Also, you can't guarantee $x=y$, $B=C$. Rather, given $T$ and $u$, you need to produce $S$ (in polynomial time) such that there is a subset of $T$ summing to $u$ iff $S$ can be partitioned into two equal halves. This is the meaning of reduction.

Your suggestion $S = T$ doesn't work. For example, if $T = \{1,2,3\}$ and $u = 7$ then there is no subset of $T$ summing to $u$ but $S$ can be partitioned as $\{1,2\} \cup \{3\}$.

Here is another suggestion: choose $S = T \cup \{\sum T - 2u\}$. The idea here is that if $A$ is a subset of $T$ summing to $u$ then there is a partition $S = (A \cup \{\sum T-2u\}) \cup (T \setminus A)$; indeed, the first part sums to $u + (\sum T-2u) = \sum T-u$, which is what the second part sums to. In other words, if $T$ has a subset summing to $u$, then $S$ can be partitioned into two parts with equal sum.

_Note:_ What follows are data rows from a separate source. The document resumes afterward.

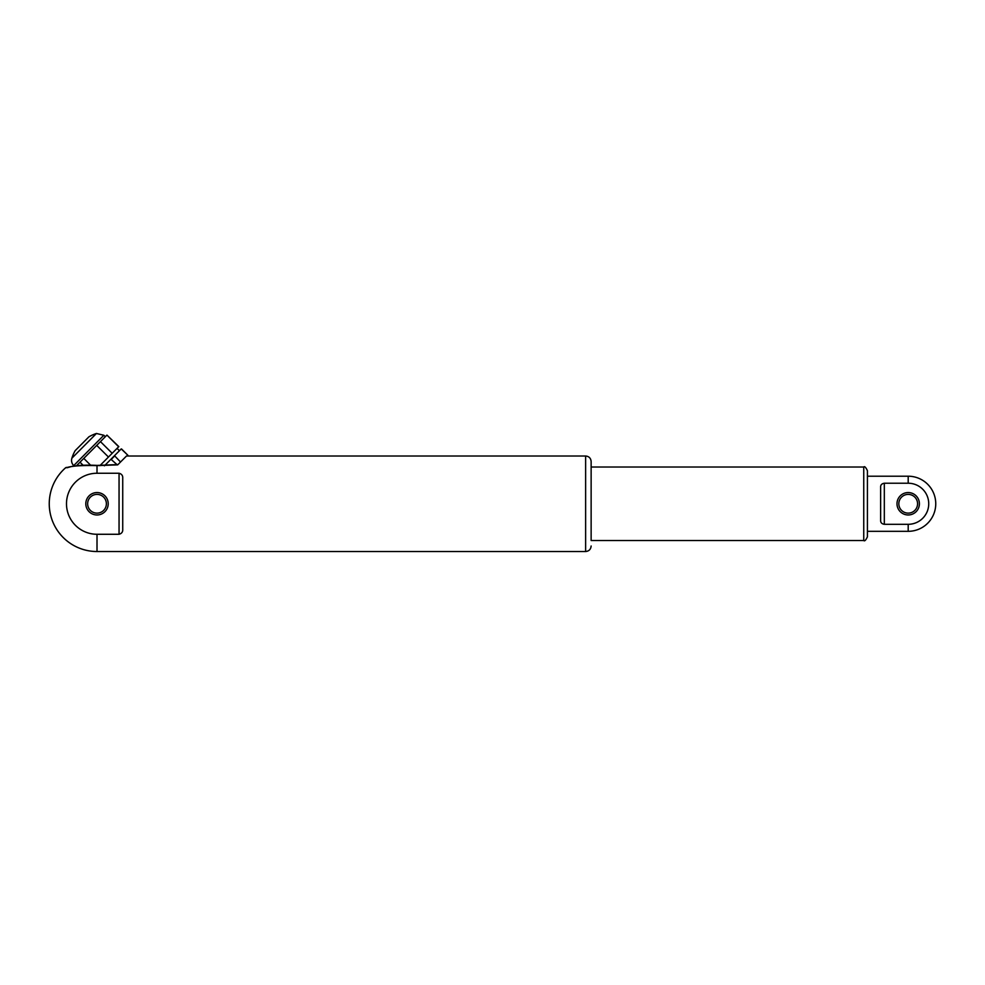 <?xml version="1.0" encoding="UTF-8"?>
<svg xmlns="http://www.w3.org/2000/svg" width="985" height="985" viewBox="0 0 985 985"><rect width="100%" height="100%" fill="white"/><g stroke="black" fill="none" stroke-linecap="round" stroke-linejoin="round"><path stroke-width="1.48" d="M118.668 446.759L106.946 435.099L118.816 446.611L99.904 465.646M108.461 457.04L96.727 445.38L76.362 465.868M90.472 465.055L83.787 458.407M112.179 453.285L100.458 441.625L96.727 445.38M106.946 435.099L100.458 441.625M83.097 465.252L80.019 462.199M104.398 465.831L121.229 448.914L127.878 455.255L121.586 449M71.88 458.197L96.444 433.474A37.738 37.738 0 0 0 88.909 436.823L75.18 450.637A37.738 37.738 0 0 0 71.88 458.197A7.351 7.351 0 0 0 73.703 465.597L74.257 466.139M120.527 462.002L114.494 455.686M110.948 459.244L117.141 464.748M114.556 456.067L111.502 459.145M591.135 540.506L591.135 461.522L591.135 540.506L863.746 540.506C864.584 541.479 865.815 540.248 867.416 536.825L867.416 470.707L867.416 536.825M97.01 494.396A9.37 9.37 0 0 1 106.38 503.766A9.37 9.37 0 0 1 97.01 513.136A9.37 9.37 0 0 1 87.64 503.766A9.37 9.37 0 0 1 97.01 494.396M108.215 503.766A11.204 11.204 0 0 1 97.01 514.97A11.204 11.204 0 0 1 85.806 503.766A11.204 11.204 0 0 1 97.01 492.562A11.204 11.204 0 0 1 108.215 503.766M126.499 456.006L117.695 464.858L97.01 465.622C68.864 464.834 66.143 468.441 65.724 467.678C65.983 468.478 68.79 464.834 97.01 465.622L97.121 465.412C86.643 464.846 78.037 465.228 71.302 466.558L67.226 467.727M97.01 473.243A30.523 30.523 0 0 0 66.487 503.766A30.523 30.523 0 0 0 97.01 534.276L119.05 534.276C121.709 533.562 122.94 531.875 122.731 529.216C122.94 531.875 121.709 533.562 119.05 534.276L119.05 473.243L97.01 473.243L97.01 465.622M119.05 473.243C121.709 473.97 122.94 475.656 122.731 478.316L122.731 529.216M908.195 524.303L884.321 524.303C881.735 523.885 880.516 522.555 880.639 520.302L880.639 487.23C880.516 484.977 881.735 483.647 884.321 483.229L908.195 483.229A20.537 20.537 0 0 1 928.732 503.766A20.537 20.537 0 0 1 908.195 524.303L908.195 531.321L867.416 531.321M908.195 492.562A11.204 11.204 0 0 1 919.399 503.766A11.204 11.204 0 0 1 908.195 514.97A11.204 11.204 0 0 1 896.99 503.766A11.204 11.204 0 0 1 908.195 492.562M917.564 503.766A9.37 9.37 0 0 1 908.195 513.136A9.37 9.37 0 0 1 898.825 503.766A9.37 9.37 0 0 1 908.195 494.396A9.37 9.37 0 0 1 917.564 503.766M73.703 465.597L103.856 435.259L105.333 436.724M97.01 534.276L97.01 551.526A47.76 47.76 0 0 1 65.724 467.678L66.401 467.395M97.01 551.526L585.632 551.526L585.632 456.006L127.127 456.006M591.135 467.025L863.746 467.025L863.746 540.506M908.195 483.229L908.195 476.211L867.416 476.211M884.321 524.303L884.321 483.229M119.419 450.736L117.055 448.384M96.444 433.474L103.856 435.259M117.978 464.563L97.121 465.412M585.632 551.526C588.968 551.194 590.815 549.359 591.135 546.01M585.632 456.006C588.968 456.326 590.815 458.173 591.135 461.522M863.746 467.025C864.584 466.053 865.815 467.284 867.416 470.707M908.195 531.321A27.555 27.555 0 0 0 935.75 503.766A27.555 27.555 0 0 0 908.195 476.211"/></g></svg>
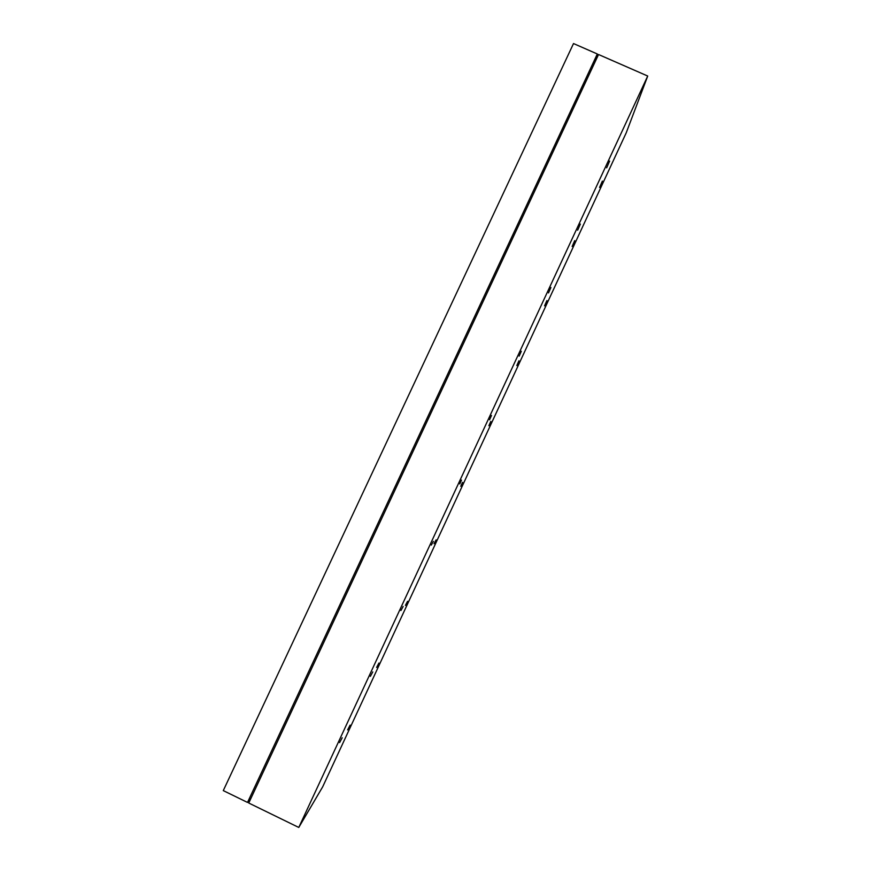 <?xml version="1.0" encoding="UTF-8"?>
<svg xmlns="http://www.w3.org/2000/svg" width="871" height="871" viewBox="0 0 871 871"><rect width="100%" height="100%" fill="white"/><g stroke="black" fill="none" stroke-linecap="round" stroke-linejoin="round"><path stroke-width="1.31" d="M602.373 181.092L599.575 187.439L602.373 181.092M339.603 742.615L342.205 737.759L339.603 742.615M609.624 161.07L606.641 167.842L609.624 161.07M574.729 240.636L572.149 246.46L574.729 240.636M580.358 224.076L577.658 230.194L580.358 224.076M546.923 300.539L544.571 305.83L546.923 300.539M550.918 287.484L548.49 292.939L550.918 287.484M518.953 360.779L516.819 365.58L518.953 360.779M521.304 351.285L519.138 356.13L521.304 351.285M490.819 421.39L488.881 425.723L490.819 421.39M491.494 415.489L489.556 419.789L491.494 415.489M462.523 482.36L460.759 486.279L462.523 482.36M461.499 480.084L459.768 483.928L461.499 480.084M434.052 543.689L436.099 539.868L434.052 543.689M431.308 545.104L433.366 541.359L431.308 545.104M405.407 605.378L407.595 601.295L405.407 605.378M400.932 610.527L403.153 606.466L400.932 610.527M376.599 667.447L378.939 663.038L376.599 667.447M370.36 676.364L372.766 671.922L370.36 676.364M347.616 729.887L350.131 725.118L347.616 729.887M298.775 827.45L322.64 786.905L626.227 132.817L647.719 76.038L298.775 827.45L248.747 803.029L598.529 54.514L647.719 76.038M595.601 60.774L597.321 53.98L573.51 43.55L223.281 790.607L247.516 802.431L251.022 798.163M597.321 53.98L247.516 802.431"/></g></svg>

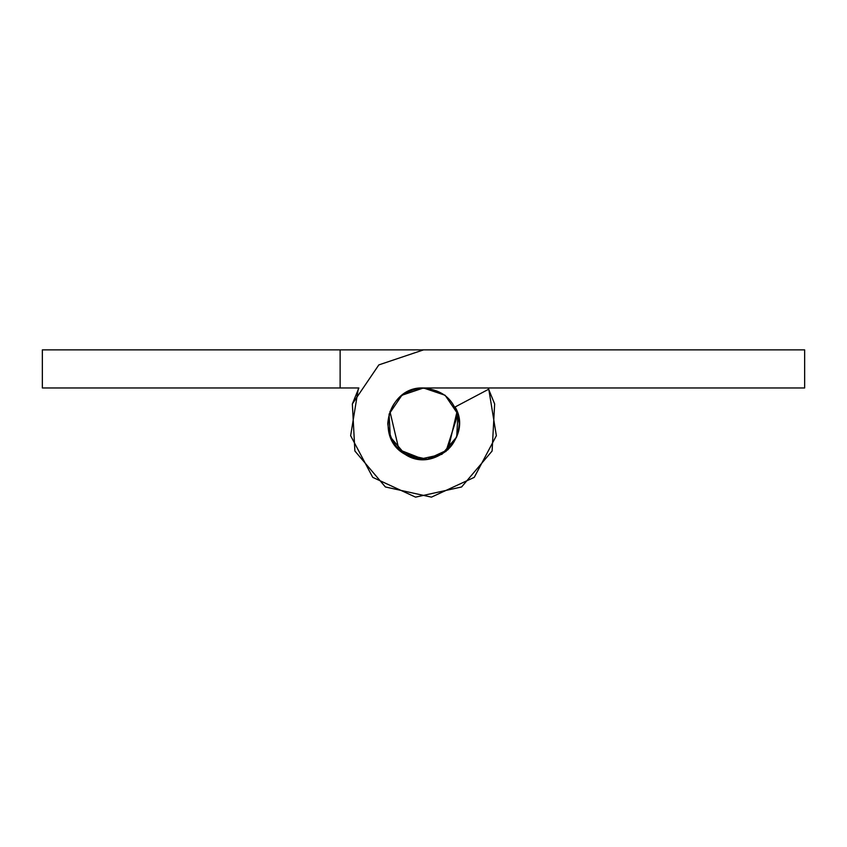 <?xml version="1.0" encoding="UTF-8"?>
<svg xmlns="http://www.w3.org/2000/svg" width="847" height="847" viewBox="0 0 847 847"><rect width="100%" height="100%" fill="white"/><g stroke="black" fill="none" stroke-linecap="round" stroke-linejoin="round"><path stroke-width="1.27" d="M455.083 406.994C473.124 436.904 433.929 473.992 405.067 454.32C374.183 438.005 388.625 386.031 423.5 387.979L401.88 395.263L389.069 414.151L390.298 436.925L405.067 454.32L427.343 459.233L448.063 449.672L457.062 411.441L448.063 449.672L427.343 459.233L405.067 454.32L390.298 436.925L389.069 414.151L401.88 395.263L423.5 387.979L445.12 395.263L457.931 414.151L456.702 436.925L441.933 454.32L419.657 459.233L398.937 449.672L389.938 411.441L398.937 449.672L423.796 459.445L398.937 449.672L389.938 411.441L398.937 449.672L419.657 459.233L441.933 454.32L456.702 436.925L457.931 414.151L445.12 395.263L423.5 387.979L445.12 395.263L457.931 414.151L445.914 451.536L457.931 414.151L445.12 395.263L423.5 387.979C388.625 386.031 374.183 438.005 405.067 454.32C433.929 473.992 473.124 436.904 455.083 406.994L488.772 389.175L496.363 435.707L474.256 477.359L431.451 497.136L385.406 486.972L354.893 451.028L352.352 403.945L358.874 387.979L340.123 387.979L340.123 349.864L423.415 349.864M488.126 387.979L494.648 403.945L492.107 451.028L461.594 486.972L415.549 497.136L372.744 477.359L350.637 435.707L358.228 389.175M340.123 349.864L42.35 349.864L42.35 387.979L340.123 387.979M804.65 349.864L423.585 349.864L804.65 349.864L804.65 387.979L423.5 387.979L401.88 395.263L389.069 414.151L390.298 436.925L405.067 454.32L427.343 459.233L448.063 449.672L457.062 411.441M423.5 349.864L378.81 364.919L352.352 403.945L354.893 451.028L385.406 486.972L431.451 497.136L474.256 477.359L496.363 435.707L488.772 389.175L496.363 435.718L474.235 477.369L431.419 497.136L385.364 486.951L354.872 450.975L352.363 403.881L378.874 364.877L423.585 349.864M459.233 423.595L459.233 423.712C457.539 443.807 446.56 455.675 426.306 459.339C403.511 458.587 390.668 446.718 387.767 423.712C389.461 403.627 400.44 391.748 420.694 388.095L423.5 387.979M420.694 388.095C443.489 388.837 456.332 400.705 459.233 423.712M426.306 459.339C403.511 458.587 390.668 446.718 387.767 423.712"/></g></svg>

What about the other direction? Suppose that $S$ can be partitioned into two parts. One of these parts contains $\sum T - 2u$, say $A \cup \{ \sum T - 2u \}$. Since $\sum S = \sum T + (\sum T - 2u) = 2(\sum T - u)$, it follows that $\sum A + T - 2u = \sum T - u$, or $\sum A = u$.

You might be worried that $\sum T - 2u \in T$. I'll let you figure out what to do in this case.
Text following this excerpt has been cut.